From the entries below, give the number of lines where the word "Models" occurs, and nothing else.

(Records from a dataset)
^^^^
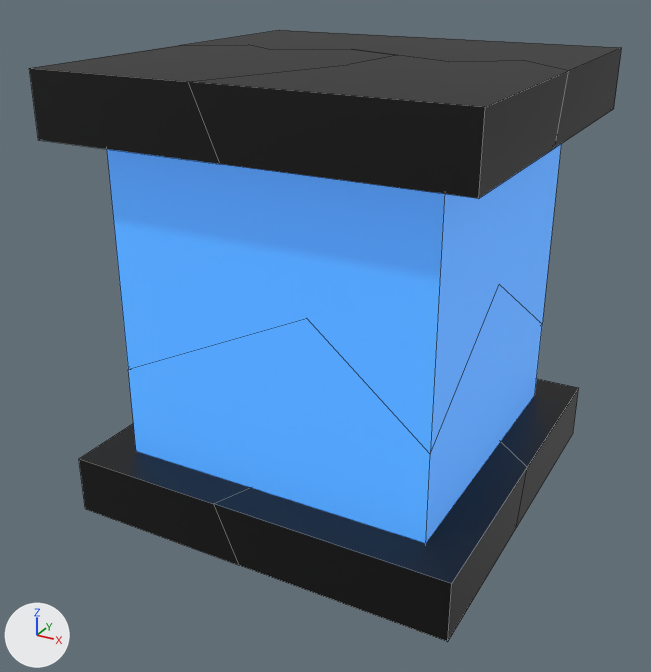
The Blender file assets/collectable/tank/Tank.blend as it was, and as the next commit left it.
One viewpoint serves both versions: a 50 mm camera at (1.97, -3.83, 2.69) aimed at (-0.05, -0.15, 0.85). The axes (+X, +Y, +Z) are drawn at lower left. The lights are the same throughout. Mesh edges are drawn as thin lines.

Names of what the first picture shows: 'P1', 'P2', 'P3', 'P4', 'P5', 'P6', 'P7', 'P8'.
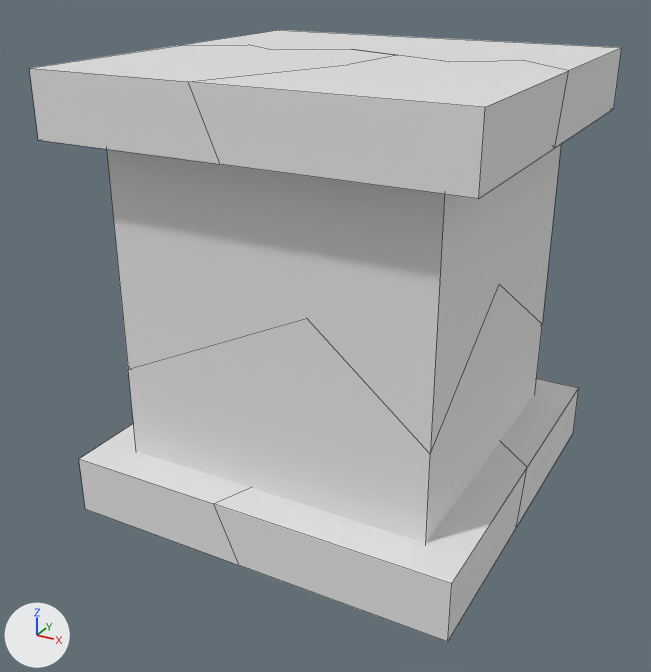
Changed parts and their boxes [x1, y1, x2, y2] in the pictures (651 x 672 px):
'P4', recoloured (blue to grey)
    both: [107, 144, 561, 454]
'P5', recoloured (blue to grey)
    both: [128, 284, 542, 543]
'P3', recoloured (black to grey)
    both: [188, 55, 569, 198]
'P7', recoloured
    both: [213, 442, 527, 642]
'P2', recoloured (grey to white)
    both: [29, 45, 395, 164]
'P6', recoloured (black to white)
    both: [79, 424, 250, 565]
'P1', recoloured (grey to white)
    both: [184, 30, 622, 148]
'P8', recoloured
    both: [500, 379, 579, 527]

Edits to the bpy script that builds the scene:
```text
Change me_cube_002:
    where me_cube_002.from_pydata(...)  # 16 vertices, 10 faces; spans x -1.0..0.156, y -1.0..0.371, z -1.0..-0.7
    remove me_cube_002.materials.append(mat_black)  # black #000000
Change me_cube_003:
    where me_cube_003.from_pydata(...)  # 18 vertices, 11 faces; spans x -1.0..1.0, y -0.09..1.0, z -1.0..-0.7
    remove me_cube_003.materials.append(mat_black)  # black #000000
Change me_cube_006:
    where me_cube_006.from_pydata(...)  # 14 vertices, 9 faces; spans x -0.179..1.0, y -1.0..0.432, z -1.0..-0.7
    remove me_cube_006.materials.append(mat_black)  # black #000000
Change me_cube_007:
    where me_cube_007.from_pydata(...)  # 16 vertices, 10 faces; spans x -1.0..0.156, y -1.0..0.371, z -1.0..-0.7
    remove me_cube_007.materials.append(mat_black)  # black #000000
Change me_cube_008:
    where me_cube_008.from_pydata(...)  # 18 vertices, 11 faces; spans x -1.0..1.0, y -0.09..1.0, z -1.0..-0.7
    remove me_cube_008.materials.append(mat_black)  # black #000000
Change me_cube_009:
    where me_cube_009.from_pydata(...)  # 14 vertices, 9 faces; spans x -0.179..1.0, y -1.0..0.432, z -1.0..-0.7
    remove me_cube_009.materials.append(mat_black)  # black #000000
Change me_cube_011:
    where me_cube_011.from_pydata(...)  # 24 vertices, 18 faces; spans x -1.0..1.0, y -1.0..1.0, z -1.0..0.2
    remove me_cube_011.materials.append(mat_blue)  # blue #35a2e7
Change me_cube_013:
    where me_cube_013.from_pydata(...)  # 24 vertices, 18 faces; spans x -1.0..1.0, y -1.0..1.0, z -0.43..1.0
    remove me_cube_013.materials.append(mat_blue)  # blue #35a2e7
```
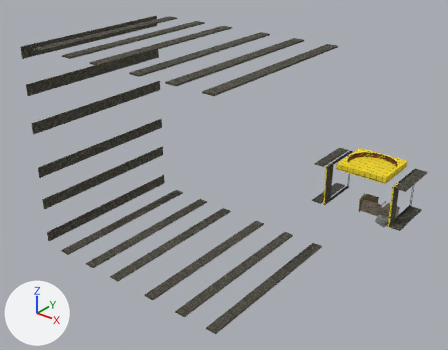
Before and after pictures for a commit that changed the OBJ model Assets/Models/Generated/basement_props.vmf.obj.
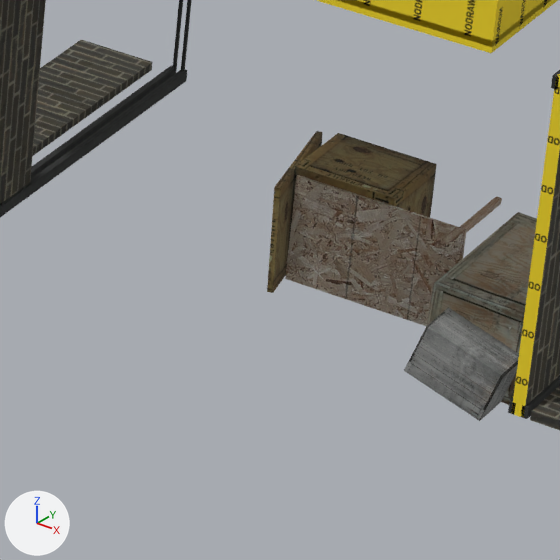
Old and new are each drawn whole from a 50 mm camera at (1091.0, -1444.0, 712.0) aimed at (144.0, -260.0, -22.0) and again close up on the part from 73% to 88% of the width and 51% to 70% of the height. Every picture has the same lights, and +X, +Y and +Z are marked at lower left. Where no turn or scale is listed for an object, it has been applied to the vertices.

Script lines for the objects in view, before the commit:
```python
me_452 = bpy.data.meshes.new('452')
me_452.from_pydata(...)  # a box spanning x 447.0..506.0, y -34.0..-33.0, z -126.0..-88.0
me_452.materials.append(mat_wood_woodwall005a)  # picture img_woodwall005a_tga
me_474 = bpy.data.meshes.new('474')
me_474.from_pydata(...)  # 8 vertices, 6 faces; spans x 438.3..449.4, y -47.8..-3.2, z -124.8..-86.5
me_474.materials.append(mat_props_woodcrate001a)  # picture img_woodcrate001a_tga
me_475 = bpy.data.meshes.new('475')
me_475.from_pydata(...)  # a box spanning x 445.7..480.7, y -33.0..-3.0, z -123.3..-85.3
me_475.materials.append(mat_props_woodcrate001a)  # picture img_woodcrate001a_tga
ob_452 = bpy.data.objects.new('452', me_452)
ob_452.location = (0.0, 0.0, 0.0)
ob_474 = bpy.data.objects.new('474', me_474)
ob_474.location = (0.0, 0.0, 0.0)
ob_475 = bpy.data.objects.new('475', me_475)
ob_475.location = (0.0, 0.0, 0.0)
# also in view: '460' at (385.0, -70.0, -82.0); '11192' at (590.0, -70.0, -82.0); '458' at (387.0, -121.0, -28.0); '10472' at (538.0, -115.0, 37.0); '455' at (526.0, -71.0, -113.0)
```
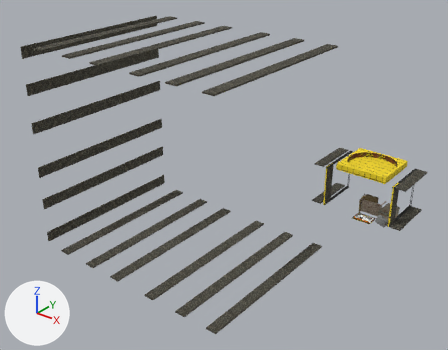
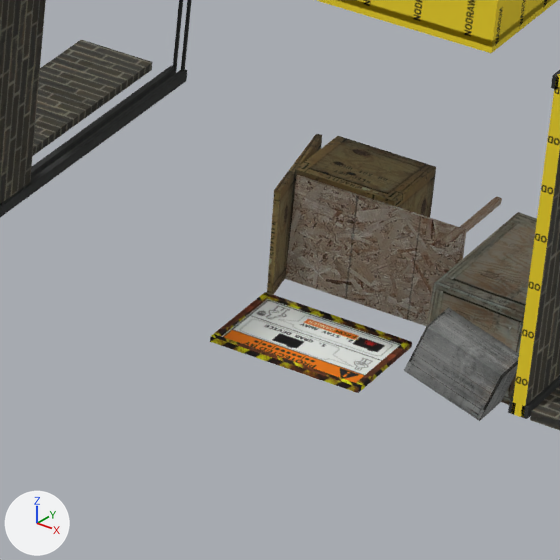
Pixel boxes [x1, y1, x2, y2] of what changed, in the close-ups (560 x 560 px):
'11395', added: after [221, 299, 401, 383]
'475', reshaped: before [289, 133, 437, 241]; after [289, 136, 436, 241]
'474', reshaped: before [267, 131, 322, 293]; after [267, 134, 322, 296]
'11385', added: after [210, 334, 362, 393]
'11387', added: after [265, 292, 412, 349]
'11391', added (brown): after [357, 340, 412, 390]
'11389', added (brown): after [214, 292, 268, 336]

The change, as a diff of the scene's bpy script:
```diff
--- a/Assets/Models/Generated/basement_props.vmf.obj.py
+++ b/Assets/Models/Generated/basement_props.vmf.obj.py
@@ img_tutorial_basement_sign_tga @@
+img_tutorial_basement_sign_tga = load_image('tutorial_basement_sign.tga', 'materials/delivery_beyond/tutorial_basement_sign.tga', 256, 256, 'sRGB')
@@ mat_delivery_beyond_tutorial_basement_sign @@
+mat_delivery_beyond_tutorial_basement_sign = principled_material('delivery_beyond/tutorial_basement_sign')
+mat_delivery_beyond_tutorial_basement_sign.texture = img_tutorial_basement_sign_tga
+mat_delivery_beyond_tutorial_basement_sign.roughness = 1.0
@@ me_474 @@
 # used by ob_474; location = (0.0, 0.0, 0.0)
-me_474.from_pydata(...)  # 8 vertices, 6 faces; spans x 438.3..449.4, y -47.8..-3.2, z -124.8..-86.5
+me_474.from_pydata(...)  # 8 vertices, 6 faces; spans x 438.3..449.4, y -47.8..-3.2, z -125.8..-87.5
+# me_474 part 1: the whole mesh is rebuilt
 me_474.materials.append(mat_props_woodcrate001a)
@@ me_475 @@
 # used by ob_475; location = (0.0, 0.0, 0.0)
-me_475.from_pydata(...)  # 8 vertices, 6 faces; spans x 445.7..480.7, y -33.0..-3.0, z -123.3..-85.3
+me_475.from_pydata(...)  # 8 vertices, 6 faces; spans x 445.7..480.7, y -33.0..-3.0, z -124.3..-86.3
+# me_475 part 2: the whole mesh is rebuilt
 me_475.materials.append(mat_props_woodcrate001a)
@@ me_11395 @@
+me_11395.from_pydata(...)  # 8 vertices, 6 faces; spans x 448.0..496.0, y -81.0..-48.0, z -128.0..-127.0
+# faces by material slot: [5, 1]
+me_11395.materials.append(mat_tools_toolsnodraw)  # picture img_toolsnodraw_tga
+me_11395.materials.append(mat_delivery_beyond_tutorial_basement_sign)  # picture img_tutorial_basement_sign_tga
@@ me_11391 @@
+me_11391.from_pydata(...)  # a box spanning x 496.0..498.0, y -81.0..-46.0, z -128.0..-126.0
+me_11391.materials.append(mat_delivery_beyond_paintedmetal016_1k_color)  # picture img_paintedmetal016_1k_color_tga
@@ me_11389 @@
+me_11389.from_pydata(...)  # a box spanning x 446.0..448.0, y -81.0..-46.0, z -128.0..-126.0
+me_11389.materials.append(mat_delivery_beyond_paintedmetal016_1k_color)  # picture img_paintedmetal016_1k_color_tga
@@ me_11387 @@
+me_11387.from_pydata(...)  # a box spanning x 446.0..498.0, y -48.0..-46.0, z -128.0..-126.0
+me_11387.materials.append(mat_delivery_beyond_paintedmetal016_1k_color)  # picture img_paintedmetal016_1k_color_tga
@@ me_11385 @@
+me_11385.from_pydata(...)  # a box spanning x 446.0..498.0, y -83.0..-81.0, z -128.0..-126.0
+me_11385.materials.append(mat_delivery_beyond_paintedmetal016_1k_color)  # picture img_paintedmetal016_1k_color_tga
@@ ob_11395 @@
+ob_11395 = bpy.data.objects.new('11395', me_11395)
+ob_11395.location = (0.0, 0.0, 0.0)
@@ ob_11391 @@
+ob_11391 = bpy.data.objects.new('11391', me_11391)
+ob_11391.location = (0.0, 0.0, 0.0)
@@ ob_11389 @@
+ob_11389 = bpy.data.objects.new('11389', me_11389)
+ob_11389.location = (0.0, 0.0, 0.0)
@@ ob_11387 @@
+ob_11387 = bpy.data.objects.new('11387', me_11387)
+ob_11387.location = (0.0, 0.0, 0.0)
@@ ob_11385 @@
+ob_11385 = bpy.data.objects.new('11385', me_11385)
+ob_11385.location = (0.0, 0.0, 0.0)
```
^^^^
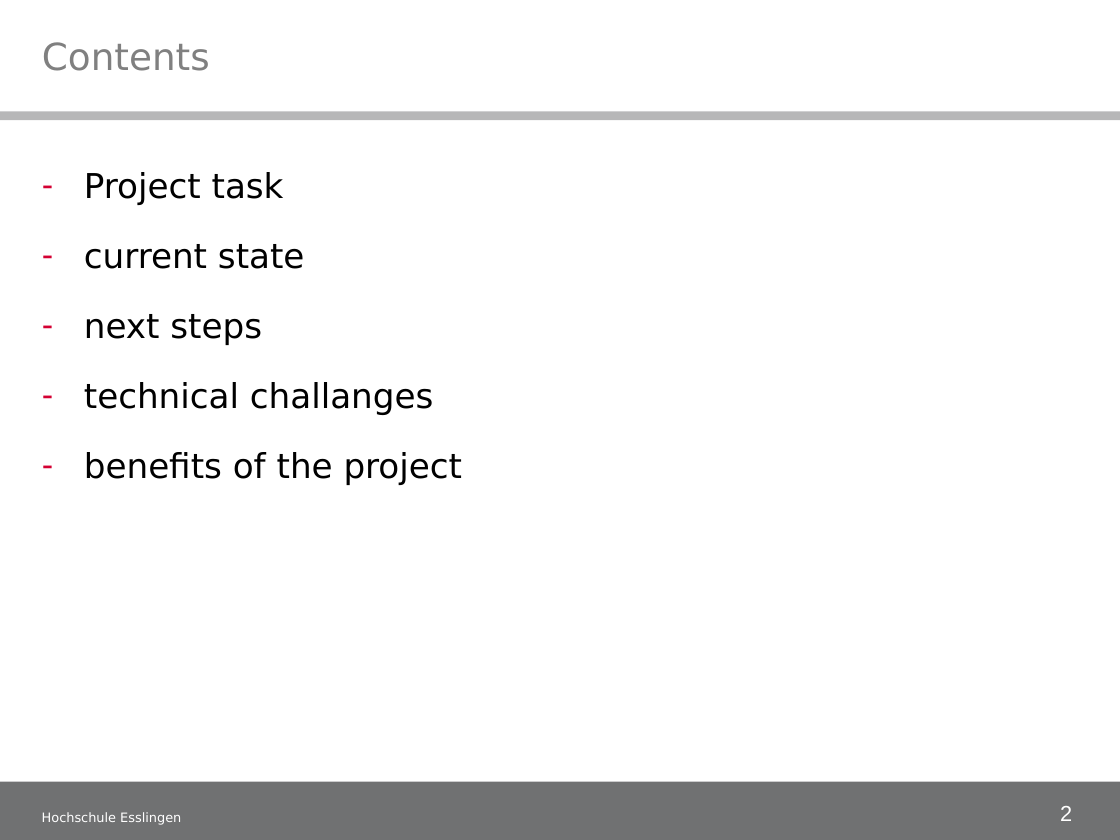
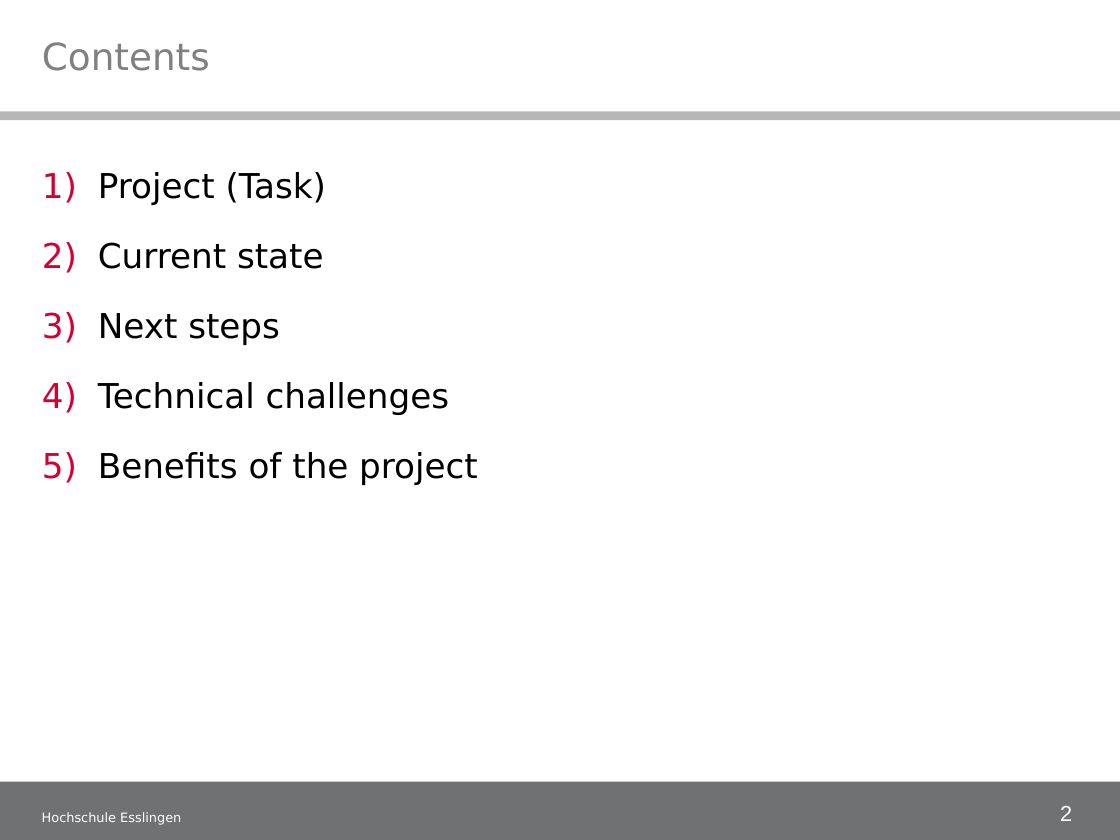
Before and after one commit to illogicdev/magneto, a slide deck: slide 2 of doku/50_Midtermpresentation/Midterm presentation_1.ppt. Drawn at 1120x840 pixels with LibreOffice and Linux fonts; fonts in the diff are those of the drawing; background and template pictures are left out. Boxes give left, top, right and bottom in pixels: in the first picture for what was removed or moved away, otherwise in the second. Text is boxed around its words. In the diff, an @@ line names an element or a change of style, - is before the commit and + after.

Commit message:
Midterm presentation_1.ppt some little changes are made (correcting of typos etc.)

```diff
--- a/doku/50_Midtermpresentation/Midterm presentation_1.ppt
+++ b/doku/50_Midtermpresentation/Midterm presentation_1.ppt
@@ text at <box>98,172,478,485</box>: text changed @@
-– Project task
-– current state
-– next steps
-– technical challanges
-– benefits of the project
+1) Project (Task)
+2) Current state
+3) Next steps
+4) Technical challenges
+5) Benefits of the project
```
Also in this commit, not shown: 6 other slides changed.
^^^^
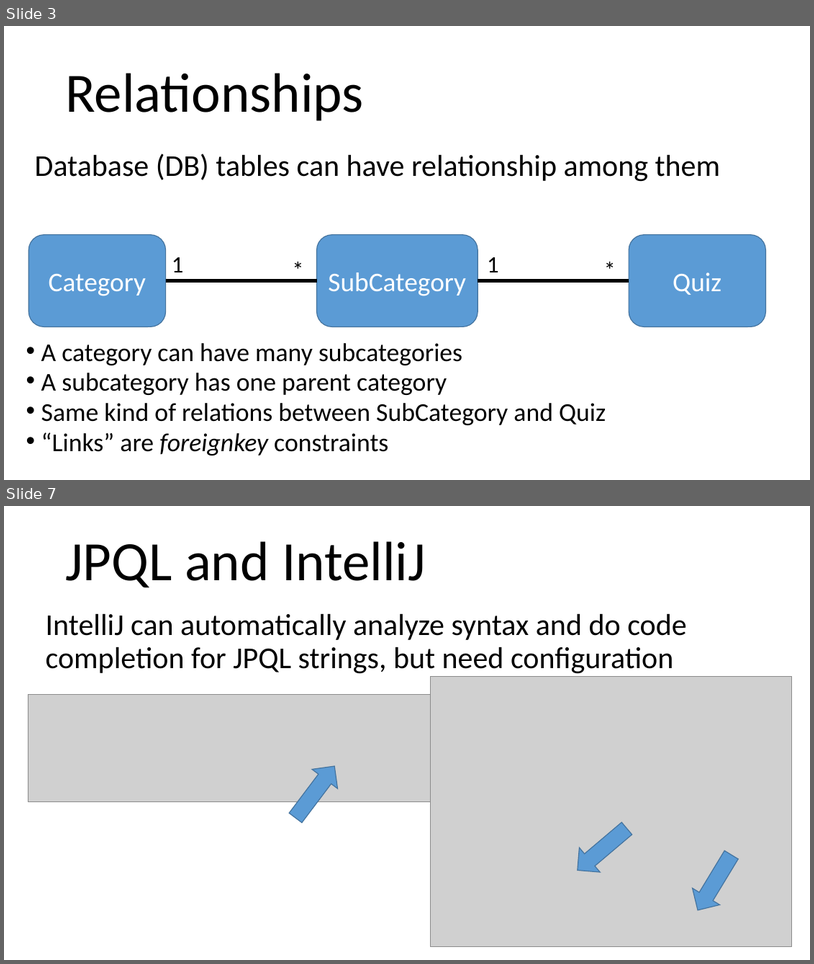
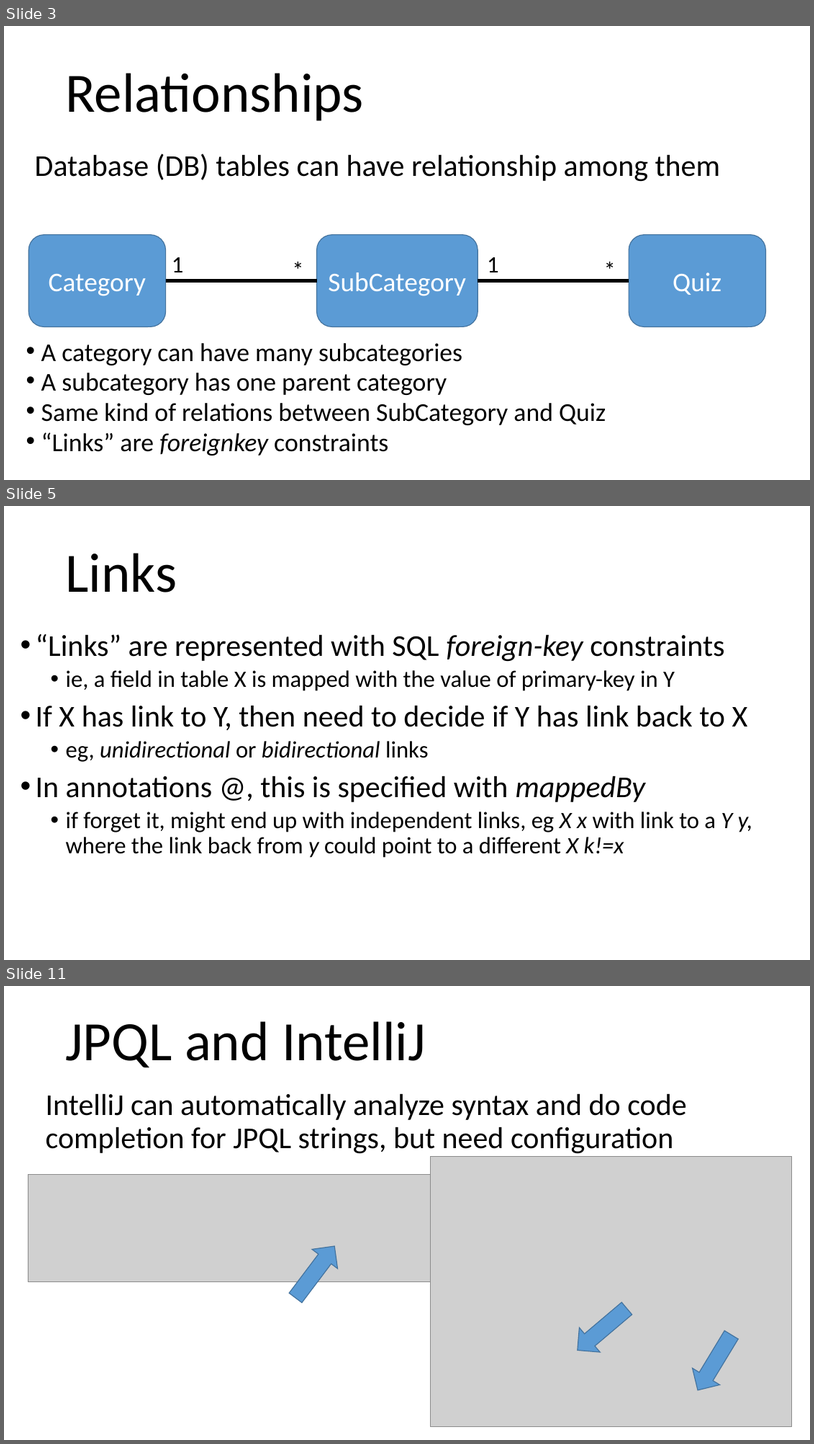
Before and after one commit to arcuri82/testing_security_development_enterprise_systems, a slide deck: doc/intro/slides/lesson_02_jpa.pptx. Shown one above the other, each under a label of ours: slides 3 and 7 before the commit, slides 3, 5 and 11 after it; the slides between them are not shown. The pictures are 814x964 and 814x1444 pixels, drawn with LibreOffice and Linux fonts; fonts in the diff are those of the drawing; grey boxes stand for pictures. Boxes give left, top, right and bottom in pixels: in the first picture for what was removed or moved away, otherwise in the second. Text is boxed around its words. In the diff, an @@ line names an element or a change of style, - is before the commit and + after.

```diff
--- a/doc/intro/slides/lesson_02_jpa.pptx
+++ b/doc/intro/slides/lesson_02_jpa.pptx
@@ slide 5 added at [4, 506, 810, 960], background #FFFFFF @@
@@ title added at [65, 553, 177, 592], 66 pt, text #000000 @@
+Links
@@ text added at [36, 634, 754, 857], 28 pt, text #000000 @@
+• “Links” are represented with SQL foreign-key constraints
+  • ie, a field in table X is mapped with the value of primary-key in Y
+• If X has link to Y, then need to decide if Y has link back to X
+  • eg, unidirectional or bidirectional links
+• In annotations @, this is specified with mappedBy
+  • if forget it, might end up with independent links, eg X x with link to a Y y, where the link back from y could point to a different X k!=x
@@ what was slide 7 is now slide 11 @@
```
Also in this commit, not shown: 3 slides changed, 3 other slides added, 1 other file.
^^^^
▸ **Answer for this exercise**: 3